Showdown in Seattle
On a cool but soon to be warm, sunny, and perfectly serviceable midsummer Saturday morning, when you’d think otherwise rational people would have something midsummerlike to do, some 120 organizers filed into Seattle’s Labor Temple. They came to hear the true believers fire them up over global trade issues. They also came to prepare for a time, months from now, when it will be cold and dark and wet. And loud.
“It’s historic … the confrontations in Seattle will define how the bridge to the twenty-first century will be built and who will be crossing it – transnational corporations or civil society.” That’s Michael Dolan speaking, field organizer for the Washington, D.C.—based Naderite group Public Citizen. If Dolan has his way, the opening talks of the Seattle Round of World Trade Organization consultations, set for November 29 to December 3 this year, will be a benchmark: a huge protest of corporate dominance of the global economy that will give politicians pause and C.E.O.s cold sweats.

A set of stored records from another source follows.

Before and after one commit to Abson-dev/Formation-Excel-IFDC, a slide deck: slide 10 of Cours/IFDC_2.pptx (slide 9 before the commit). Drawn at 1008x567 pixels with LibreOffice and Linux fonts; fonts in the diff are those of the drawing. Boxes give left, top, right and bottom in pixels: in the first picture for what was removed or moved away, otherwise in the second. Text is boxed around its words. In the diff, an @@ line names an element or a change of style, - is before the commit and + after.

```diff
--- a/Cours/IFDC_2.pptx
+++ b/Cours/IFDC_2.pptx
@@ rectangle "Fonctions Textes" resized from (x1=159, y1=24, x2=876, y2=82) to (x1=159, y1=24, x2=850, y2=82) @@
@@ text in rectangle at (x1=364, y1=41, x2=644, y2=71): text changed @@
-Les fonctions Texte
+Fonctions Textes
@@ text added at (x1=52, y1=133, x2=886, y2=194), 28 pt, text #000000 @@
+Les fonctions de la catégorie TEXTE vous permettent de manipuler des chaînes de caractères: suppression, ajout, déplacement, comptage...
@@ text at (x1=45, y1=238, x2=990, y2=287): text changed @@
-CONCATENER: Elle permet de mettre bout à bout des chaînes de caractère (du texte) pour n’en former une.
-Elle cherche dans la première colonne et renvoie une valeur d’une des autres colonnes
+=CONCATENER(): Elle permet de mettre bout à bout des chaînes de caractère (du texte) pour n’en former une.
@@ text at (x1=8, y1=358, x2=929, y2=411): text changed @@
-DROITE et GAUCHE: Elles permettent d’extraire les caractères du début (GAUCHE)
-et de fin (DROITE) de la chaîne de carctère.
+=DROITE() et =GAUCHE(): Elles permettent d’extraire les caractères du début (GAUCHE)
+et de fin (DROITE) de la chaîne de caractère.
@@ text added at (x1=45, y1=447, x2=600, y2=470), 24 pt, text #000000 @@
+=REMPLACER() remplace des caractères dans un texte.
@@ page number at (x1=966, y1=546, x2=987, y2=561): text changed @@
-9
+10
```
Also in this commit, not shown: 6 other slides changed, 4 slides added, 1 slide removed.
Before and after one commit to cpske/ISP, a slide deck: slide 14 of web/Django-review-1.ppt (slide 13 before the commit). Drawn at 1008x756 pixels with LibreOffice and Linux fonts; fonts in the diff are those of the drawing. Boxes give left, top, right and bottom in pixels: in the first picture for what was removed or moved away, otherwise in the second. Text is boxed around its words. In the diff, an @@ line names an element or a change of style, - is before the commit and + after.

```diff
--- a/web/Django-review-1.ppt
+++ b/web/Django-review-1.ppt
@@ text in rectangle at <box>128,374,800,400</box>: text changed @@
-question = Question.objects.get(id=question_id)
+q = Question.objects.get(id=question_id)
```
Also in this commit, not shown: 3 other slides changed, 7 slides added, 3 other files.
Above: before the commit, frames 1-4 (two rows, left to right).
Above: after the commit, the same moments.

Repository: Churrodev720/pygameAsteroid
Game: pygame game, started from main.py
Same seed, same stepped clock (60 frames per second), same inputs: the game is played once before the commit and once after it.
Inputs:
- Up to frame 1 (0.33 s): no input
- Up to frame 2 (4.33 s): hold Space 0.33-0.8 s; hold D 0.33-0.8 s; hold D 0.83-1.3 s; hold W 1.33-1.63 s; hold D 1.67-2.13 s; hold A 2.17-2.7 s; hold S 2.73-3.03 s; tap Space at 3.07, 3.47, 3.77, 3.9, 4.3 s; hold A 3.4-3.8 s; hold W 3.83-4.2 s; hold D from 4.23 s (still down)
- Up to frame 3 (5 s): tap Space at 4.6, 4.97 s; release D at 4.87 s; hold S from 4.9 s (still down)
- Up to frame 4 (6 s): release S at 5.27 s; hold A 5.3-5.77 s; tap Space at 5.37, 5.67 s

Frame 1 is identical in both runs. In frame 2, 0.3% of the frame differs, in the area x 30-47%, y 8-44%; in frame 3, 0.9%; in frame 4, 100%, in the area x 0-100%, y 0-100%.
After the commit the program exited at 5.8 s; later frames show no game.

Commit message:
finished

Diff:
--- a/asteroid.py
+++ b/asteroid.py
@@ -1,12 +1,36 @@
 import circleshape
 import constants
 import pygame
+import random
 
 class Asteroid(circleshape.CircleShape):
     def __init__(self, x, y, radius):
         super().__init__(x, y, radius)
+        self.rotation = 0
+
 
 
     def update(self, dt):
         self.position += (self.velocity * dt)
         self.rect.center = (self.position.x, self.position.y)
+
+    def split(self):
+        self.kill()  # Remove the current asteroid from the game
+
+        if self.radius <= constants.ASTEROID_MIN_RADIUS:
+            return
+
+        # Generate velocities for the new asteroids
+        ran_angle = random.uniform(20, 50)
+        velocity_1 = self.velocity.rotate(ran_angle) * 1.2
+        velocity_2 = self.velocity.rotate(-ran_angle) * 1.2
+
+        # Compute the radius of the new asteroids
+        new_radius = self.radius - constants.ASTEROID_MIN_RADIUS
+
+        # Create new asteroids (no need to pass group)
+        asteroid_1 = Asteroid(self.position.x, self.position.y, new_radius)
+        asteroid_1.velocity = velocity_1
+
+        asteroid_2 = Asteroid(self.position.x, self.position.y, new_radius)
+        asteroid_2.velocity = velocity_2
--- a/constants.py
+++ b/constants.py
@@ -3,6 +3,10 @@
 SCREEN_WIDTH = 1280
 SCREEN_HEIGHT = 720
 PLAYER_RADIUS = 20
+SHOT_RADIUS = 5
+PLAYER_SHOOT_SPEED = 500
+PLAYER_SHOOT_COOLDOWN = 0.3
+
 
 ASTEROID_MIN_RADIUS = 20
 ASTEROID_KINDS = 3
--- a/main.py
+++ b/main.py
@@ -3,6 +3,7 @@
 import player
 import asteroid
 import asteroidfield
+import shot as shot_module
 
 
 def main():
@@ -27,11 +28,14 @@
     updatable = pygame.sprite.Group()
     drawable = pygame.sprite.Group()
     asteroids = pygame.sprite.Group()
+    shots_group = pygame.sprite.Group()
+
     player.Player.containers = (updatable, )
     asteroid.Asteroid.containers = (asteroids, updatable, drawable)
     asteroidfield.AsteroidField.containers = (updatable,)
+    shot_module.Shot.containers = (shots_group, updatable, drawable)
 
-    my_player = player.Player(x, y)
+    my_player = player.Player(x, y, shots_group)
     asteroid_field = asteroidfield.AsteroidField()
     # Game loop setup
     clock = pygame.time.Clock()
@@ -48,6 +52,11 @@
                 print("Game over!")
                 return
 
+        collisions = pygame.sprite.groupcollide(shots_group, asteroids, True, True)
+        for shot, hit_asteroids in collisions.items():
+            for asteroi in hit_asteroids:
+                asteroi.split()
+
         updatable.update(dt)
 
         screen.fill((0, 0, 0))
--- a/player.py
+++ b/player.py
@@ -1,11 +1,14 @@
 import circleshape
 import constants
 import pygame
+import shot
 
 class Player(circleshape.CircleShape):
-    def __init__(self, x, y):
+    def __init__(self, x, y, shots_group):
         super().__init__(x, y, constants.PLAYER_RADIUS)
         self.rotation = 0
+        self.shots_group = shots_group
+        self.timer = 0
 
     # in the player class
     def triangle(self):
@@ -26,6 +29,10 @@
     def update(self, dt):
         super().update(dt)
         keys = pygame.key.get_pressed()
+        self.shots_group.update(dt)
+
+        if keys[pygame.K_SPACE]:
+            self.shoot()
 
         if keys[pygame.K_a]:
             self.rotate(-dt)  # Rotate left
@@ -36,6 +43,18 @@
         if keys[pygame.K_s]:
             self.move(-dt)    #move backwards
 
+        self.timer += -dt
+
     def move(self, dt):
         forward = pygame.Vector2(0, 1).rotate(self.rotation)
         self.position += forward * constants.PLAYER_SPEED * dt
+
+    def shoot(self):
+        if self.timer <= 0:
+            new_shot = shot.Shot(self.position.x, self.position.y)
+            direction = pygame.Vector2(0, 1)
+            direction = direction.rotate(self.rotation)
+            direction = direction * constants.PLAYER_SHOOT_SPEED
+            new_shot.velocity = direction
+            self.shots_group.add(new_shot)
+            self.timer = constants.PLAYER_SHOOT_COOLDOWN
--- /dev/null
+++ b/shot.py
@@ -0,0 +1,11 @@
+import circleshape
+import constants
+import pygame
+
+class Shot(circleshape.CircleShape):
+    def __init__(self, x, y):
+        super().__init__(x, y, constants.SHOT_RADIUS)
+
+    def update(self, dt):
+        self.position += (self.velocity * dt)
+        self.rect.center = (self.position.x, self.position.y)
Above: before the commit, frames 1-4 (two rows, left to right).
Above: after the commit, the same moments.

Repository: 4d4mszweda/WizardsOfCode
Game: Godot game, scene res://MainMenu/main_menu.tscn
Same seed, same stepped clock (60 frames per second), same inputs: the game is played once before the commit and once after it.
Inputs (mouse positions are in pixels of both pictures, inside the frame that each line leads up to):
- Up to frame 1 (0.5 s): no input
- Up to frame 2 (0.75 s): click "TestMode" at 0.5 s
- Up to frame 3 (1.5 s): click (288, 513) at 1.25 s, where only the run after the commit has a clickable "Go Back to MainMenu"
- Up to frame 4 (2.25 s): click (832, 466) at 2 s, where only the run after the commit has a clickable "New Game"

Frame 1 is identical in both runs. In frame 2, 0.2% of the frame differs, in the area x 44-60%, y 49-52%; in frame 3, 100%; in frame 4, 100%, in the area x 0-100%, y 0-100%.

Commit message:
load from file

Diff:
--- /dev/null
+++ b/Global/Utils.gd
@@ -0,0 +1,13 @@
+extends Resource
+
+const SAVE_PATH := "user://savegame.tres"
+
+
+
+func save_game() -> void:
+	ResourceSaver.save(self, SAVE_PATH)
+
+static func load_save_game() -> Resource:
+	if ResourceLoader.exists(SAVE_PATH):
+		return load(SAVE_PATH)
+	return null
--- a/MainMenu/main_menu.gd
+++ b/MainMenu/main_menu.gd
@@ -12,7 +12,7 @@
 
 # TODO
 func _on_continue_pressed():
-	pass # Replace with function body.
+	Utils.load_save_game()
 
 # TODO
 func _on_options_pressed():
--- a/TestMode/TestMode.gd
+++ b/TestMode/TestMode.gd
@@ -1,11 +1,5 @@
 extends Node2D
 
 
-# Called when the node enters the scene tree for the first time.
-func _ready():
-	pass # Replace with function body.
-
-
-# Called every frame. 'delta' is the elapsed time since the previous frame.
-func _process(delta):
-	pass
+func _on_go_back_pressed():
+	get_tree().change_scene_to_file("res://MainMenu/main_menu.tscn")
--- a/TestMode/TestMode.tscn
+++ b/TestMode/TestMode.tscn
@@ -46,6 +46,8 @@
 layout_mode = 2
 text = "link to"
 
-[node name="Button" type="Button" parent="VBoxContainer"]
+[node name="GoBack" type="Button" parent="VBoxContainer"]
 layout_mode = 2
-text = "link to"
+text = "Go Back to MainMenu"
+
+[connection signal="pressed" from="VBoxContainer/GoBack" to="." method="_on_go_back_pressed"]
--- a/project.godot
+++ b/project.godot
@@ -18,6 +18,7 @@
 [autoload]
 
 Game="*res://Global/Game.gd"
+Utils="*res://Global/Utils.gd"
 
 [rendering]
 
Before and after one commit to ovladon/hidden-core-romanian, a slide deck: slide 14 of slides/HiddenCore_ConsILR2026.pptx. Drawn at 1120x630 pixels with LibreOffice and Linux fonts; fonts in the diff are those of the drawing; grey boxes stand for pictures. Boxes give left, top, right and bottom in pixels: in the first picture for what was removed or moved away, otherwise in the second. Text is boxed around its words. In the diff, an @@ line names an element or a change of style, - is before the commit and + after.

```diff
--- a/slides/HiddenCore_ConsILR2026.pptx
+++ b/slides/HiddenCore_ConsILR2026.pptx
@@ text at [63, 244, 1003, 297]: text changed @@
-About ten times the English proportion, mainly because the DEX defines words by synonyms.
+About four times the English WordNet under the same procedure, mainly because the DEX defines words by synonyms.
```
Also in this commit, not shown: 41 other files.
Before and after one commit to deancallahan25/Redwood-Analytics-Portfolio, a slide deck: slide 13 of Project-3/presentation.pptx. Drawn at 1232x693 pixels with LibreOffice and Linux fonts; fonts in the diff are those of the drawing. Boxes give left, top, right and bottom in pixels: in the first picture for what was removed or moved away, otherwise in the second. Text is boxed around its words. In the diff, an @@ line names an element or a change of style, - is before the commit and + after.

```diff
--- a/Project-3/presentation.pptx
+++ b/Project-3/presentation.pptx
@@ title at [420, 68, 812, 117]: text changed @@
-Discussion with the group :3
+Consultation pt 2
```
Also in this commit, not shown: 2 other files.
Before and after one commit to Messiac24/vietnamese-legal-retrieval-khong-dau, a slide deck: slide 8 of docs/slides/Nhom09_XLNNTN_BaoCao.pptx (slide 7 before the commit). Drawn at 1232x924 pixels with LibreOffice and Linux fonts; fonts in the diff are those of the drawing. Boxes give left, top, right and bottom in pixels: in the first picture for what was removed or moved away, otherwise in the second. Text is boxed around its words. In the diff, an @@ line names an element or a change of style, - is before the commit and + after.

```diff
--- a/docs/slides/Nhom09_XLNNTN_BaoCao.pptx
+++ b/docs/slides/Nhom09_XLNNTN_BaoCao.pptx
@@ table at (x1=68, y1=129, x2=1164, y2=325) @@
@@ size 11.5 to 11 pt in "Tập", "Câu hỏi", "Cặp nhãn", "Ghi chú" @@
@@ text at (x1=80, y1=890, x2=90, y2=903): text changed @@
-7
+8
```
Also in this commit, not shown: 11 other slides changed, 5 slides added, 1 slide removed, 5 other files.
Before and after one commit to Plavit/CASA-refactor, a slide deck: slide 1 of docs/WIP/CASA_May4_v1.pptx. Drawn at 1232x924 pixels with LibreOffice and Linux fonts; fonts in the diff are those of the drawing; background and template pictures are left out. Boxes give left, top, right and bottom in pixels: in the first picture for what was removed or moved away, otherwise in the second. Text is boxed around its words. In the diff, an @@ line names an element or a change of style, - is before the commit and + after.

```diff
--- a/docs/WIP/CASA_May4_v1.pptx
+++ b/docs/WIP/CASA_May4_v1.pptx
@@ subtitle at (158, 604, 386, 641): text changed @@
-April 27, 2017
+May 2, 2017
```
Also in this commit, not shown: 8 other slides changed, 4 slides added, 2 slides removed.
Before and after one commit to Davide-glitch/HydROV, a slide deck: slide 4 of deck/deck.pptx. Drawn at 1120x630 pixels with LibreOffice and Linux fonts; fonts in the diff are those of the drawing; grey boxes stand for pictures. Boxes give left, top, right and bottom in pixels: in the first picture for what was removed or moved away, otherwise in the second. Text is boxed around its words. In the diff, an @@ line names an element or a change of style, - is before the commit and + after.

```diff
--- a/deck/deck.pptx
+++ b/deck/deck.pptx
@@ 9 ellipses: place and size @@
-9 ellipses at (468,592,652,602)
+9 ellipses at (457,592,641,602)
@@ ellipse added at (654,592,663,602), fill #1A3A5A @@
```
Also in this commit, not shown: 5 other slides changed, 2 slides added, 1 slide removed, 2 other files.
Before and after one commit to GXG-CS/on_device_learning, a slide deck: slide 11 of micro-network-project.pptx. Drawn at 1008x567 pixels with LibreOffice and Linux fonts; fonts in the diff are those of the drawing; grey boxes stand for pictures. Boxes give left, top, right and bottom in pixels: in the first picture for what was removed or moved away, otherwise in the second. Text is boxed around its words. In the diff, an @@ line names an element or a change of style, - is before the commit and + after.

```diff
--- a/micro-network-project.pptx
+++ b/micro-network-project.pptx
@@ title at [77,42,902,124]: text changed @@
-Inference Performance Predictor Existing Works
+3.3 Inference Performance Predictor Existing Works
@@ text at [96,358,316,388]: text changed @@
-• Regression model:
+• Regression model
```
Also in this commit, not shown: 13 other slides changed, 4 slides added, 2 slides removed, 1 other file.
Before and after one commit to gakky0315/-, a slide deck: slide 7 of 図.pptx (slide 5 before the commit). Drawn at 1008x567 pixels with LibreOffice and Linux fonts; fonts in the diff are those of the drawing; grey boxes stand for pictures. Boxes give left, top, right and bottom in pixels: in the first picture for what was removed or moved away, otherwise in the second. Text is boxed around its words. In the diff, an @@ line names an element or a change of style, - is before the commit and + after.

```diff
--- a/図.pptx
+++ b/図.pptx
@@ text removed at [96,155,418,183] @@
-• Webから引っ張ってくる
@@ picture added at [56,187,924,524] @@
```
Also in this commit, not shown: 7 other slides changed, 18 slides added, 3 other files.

The W.T.O. represents over 100 countries in an unprecedented effort to globalize commerce. Advocates see it as a means of boosting the world’s economy by bringing down trade barriers. But opponents believe the W.T.O. is systematically gutting worker, consumer, and environmental protections, and deliberately usurping the rights of each country to make its own laws – especially when those laws might conflict with trade.
Dolan is working on behalf of the Citizens’ Trade Campaign – a broad-based national coalition including Public Citizen; labor groups like the United Auto Workers; consumer groups; environmental groups like Friends of the Earth and Clean Water Action; farm groups like National Farmers Union and National Family and Farm Coalition; church organizations; and many more. Over 700 international groups have signed on to the C.T.C.’s opposition to the Multilateral Agreement on Investments (M.A.I.), a controversial free trade proposal that will probably be on the W.T.O.’s Seattle agenda. Instead of donating money to the cause of organizing against the trade meetings, the C.T.C. has donated Dolan, who spent much of the spring and summer meeting with community activists and lining up logistical support.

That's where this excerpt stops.